这话艾箐就不爱听,偏偏艾箐妈妈还要说,“你看看刚刚那个女人,穿的那衣裳,戴的那戒指,通身的气派,看着就有钱。哎,不知道人家结婚的时候得了多少彩礼,那男人跟女婿还是朋友,如果人家得了几百万,你屁都没有一个,你面子往哪搁?”
艾箐听得烦了,“行了行了,你们知道什么?只知道眼前利益,我跟他结婚,他家里就他一个独子,过两年我再生个儿子,他家什么不是我的?你别给我捣乱瞎搅合就行。”
“如果不是想到这点,我怎么也不会同意你就这么跟他结婚。”艾箐妈妈满不高兴,“一分钱彩礼没有,我回老家都没脸见邻居,人家问起我来,我这老脸往哪里搁!还有这房子,这么小,佣人住进来,就住得满满当当,你爸你哥来,连住的地方都没有了。”
艾箐无语,纠正她,“人家是月嫂,不是佣人。”
“那还是不是一样?都是伺候人的。”艾箐妈妈哼道,“没见过佣人还这么大排面的,什么都要按照她的来,我就不信,我花钱请她来,还使唤不了她?要她做啥她就该做啥!你和女婿都老实,不懂得立威,让个佣人作威作福的。”
“人家是科学育儿,你……”
正说着,外面有了响动,施兰舟买草莓回来了。
艾箐赶紧使眼色让她妈妈住口。
“我先出去。”艾箐妈妈知道,但凡女婿回来,必然要守着芽芽的,简直寸步不离,连洗澡换尿布都学会了。
第407章 昔日
大年初五,辛绾和粟融珵一大早就起了,转眼休假就要过去,开工在即,两人都在书房忙活除夕假后工作事宜,一张长电脑桌,各自一台电脑,只有键盘声滴滴答答的,倒是十分和谐。

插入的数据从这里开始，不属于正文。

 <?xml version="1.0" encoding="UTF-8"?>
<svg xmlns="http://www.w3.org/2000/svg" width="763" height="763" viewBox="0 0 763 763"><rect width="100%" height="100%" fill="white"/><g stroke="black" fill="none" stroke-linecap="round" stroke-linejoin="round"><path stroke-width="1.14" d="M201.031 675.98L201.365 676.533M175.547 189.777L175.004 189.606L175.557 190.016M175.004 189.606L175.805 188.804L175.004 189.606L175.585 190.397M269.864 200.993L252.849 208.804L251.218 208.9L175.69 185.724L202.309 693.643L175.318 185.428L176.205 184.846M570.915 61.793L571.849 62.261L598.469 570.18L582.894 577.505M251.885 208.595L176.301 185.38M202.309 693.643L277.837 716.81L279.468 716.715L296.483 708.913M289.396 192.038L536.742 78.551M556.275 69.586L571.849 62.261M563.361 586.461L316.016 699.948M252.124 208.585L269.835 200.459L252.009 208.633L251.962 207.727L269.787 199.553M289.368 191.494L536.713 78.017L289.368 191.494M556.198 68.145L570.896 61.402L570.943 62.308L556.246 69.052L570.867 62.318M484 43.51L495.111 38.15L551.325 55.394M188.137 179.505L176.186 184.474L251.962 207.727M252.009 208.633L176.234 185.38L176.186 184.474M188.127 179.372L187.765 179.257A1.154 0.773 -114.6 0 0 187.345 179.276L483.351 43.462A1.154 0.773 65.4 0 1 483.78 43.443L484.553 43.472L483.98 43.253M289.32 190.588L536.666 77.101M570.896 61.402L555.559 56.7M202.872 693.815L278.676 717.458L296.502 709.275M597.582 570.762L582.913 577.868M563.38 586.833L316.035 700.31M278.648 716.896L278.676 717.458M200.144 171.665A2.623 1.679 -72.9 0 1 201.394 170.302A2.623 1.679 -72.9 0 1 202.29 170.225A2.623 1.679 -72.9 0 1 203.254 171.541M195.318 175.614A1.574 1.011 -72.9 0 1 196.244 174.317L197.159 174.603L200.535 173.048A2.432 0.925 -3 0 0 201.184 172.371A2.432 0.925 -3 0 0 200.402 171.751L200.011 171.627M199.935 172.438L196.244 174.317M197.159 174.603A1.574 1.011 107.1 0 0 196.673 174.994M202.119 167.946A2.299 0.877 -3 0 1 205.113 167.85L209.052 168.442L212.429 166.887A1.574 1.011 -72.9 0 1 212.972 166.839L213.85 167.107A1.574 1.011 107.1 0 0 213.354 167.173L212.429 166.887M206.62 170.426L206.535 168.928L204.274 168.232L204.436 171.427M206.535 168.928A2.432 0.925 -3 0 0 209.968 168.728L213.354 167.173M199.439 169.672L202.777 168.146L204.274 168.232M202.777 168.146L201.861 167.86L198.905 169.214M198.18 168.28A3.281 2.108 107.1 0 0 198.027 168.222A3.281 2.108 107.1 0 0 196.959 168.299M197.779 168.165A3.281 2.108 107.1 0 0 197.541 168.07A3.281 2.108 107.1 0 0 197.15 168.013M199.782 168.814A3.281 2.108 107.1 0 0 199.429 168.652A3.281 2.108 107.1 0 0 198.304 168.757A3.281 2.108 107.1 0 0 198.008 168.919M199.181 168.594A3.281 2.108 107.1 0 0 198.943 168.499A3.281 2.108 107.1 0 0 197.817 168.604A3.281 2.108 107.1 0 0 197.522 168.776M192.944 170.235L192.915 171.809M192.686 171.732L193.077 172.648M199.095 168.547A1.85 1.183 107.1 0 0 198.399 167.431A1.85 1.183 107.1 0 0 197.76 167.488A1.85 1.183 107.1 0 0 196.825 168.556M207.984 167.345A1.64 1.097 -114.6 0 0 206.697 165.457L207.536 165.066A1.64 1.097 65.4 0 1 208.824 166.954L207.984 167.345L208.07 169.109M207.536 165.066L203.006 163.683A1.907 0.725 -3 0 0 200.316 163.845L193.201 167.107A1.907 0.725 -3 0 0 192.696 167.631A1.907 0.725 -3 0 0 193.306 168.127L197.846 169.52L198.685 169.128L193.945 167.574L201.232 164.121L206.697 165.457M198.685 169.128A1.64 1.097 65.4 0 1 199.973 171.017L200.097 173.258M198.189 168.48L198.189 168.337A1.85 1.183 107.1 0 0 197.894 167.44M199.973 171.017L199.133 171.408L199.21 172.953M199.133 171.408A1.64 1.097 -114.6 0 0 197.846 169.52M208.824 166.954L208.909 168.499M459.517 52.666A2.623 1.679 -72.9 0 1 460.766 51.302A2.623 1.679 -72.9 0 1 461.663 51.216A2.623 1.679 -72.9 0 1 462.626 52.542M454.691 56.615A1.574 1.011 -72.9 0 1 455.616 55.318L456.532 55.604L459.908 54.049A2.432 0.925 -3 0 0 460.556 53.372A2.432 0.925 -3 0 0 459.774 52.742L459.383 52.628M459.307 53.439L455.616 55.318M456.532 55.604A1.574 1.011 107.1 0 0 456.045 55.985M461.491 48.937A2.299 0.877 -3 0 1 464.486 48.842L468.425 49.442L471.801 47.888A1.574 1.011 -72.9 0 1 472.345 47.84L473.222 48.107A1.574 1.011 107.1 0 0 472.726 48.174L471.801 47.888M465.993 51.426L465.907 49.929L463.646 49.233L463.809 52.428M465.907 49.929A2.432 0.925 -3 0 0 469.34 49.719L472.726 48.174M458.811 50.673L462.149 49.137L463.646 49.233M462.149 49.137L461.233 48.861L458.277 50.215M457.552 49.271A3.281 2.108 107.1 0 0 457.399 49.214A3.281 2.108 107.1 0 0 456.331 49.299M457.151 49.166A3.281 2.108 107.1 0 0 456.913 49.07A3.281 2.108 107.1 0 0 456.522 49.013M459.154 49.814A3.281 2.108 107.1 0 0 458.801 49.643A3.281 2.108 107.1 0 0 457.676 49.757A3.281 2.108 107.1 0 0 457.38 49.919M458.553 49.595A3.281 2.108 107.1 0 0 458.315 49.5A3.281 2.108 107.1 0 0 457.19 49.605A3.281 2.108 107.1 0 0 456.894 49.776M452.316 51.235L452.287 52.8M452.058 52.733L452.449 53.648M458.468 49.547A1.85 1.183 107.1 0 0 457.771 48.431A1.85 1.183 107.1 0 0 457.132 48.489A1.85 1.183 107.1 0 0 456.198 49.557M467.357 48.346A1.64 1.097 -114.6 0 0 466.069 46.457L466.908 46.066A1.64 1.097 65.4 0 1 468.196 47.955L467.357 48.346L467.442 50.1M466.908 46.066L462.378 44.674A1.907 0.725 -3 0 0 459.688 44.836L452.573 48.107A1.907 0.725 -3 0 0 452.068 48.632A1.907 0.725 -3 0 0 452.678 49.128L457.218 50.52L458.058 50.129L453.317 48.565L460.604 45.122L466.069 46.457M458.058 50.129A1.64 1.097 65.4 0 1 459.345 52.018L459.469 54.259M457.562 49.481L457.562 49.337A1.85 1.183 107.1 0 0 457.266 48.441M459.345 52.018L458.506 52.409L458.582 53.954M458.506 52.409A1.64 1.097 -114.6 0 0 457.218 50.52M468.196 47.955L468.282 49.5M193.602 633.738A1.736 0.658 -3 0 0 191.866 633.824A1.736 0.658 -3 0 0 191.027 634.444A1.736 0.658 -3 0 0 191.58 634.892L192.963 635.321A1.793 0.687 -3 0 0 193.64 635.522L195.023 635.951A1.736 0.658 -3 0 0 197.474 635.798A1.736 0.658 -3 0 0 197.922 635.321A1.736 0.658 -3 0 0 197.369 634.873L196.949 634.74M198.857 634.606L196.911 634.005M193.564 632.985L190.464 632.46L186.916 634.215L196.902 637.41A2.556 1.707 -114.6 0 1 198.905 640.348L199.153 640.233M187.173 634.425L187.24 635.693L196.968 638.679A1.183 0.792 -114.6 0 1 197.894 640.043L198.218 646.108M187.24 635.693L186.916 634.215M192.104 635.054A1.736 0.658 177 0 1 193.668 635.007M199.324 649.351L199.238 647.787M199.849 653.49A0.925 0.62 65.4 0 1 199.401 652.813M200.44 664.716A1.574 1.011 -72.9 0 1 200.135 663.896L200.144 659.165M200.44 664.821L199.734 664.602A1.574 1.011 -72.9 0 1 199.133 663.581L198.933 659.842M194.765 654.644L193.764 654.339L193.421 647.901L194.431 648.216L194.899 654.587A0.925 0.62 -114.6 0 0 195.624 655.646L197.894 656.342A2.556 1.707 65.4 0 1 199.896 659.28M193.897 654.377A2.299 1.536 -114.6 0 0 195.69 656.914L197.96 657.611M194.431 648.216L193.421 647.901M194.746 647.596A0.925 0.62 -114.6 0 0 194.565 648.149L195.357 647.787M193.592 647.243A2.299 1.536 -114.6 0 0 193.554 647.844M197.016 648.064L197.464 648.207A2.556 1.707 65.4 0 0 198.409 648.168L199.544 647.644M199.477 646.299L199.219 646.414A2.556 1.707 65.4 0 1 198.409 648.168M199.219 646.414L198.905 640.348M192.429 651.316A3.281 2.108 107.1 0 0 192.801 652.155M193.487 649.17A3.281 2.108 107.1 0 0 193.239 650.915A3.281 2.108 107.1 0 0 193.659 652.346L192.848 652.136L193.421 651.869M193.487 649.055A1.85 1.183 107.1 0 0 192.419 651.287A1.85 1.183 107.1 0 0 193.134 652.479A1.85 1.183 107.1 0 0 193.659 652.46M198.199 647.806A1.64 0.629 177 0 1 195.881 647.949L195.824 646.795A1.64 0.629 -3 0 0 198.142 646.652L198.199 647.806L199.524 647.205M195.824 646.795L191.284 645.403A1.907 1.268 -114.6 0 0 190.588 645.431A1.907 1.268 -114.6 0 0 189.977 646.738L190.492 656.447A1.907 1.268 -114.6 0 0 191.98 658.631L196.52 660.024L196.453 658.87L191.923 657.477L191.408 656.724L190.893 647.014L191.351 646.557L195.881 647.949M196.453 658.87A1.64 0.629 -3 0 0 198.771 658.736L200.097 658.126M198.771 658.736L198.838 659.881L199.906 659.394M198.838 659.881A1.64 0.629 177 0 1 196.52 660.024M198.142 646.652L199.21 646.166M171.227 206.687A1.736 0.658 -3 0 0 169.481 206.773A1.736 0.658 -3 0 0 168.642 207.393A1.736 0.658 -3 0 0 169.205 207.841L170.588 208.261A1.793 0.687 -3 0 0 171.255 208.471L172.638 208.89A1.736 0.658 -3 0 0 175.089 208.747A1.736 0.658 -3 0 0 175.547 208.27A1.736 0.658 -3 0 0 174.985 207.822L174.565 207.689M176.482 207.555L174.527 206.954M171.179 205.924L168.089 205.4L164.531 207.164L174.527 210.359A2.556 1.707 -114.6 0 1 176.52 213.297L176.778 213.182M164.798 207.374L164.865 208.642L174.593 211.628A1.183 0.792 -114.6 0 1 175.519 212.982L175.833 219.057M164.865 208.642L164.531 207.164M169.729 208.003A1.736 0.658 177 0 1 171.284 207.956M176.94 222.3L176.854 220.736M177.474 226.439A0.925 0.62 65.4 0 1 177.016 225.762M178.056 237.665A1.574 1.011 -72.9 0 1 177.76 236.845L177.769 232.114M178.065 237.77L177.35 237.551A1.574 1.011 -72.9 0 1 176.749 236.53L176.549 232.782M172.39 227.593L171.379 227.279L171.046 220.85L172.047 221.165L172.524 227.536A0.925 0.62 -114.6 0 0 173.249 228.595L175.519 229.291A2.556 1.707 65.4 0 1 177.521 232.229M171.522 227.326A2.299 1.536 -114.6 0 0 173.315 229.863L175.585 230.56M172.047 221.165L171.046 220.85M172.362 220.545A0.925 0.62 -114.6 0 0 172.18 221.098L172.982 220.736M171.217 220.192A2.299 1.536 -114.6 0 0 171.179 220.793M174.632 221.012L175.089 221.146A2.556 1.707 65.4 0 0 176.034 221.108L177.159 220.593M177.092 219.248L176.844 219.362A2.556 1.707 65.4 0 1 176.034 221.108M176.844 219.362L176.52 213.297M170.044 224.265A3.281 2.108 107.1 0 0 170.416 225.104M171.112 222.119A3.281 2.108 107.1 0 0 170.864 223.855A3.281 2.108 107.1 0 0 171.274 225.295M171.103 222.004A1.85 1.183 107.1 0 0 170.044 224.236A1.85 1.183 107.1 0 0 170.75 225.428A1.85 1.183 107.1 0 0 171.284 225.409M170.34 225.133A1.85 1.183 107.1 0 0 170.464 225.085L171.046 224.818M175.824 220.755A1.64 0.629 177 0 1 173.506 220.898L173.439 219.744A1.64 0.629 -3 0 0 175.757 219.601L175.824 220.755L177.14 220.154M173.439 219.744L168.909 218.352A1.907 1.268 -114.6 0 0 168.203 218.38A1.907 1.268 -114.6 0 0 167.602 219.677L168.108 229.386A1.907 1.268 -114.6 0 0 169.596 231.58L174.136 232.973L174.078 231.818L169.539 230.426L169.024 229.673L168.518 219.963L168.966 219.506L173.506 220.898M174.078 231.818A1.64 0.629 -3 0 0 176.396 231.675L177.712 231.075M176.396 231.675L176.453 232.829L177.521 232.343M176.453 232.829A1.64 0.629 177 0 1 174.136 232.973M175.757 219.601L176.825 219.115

十点多的时候,家里阿姨来请他们俩,说是有客人到访,请他们下去。
说实话,和往年春节粟家人来人往热闹非凡相比,今年家里真的特别冷清。
世上人情就是这样,不过所谓冷暖自知,粟家除了尚清梅,谁都没提这茬,前两天尚清梅叹过一句人情冷暖,还被粟振给压下去了。
所以,这种时候还有人来访?
辛绾和粟融珵带着会是谁的疑问下了楼。
还在楼梯上,辛绾就看见了一抹亮丽的身影——穿粉色毛衣的女人,在略显萧条的今日粟家,尤为亮眼。
再一细看,她的脚步黏在了楼梯台阶上。
凌京涵。
十年不见的人,她还是一眼认出来了。
多了些妩媚,依然漂亮可人。
腰上多了一只手,像是防备她扭头就走一样,带着些微往前推的力量。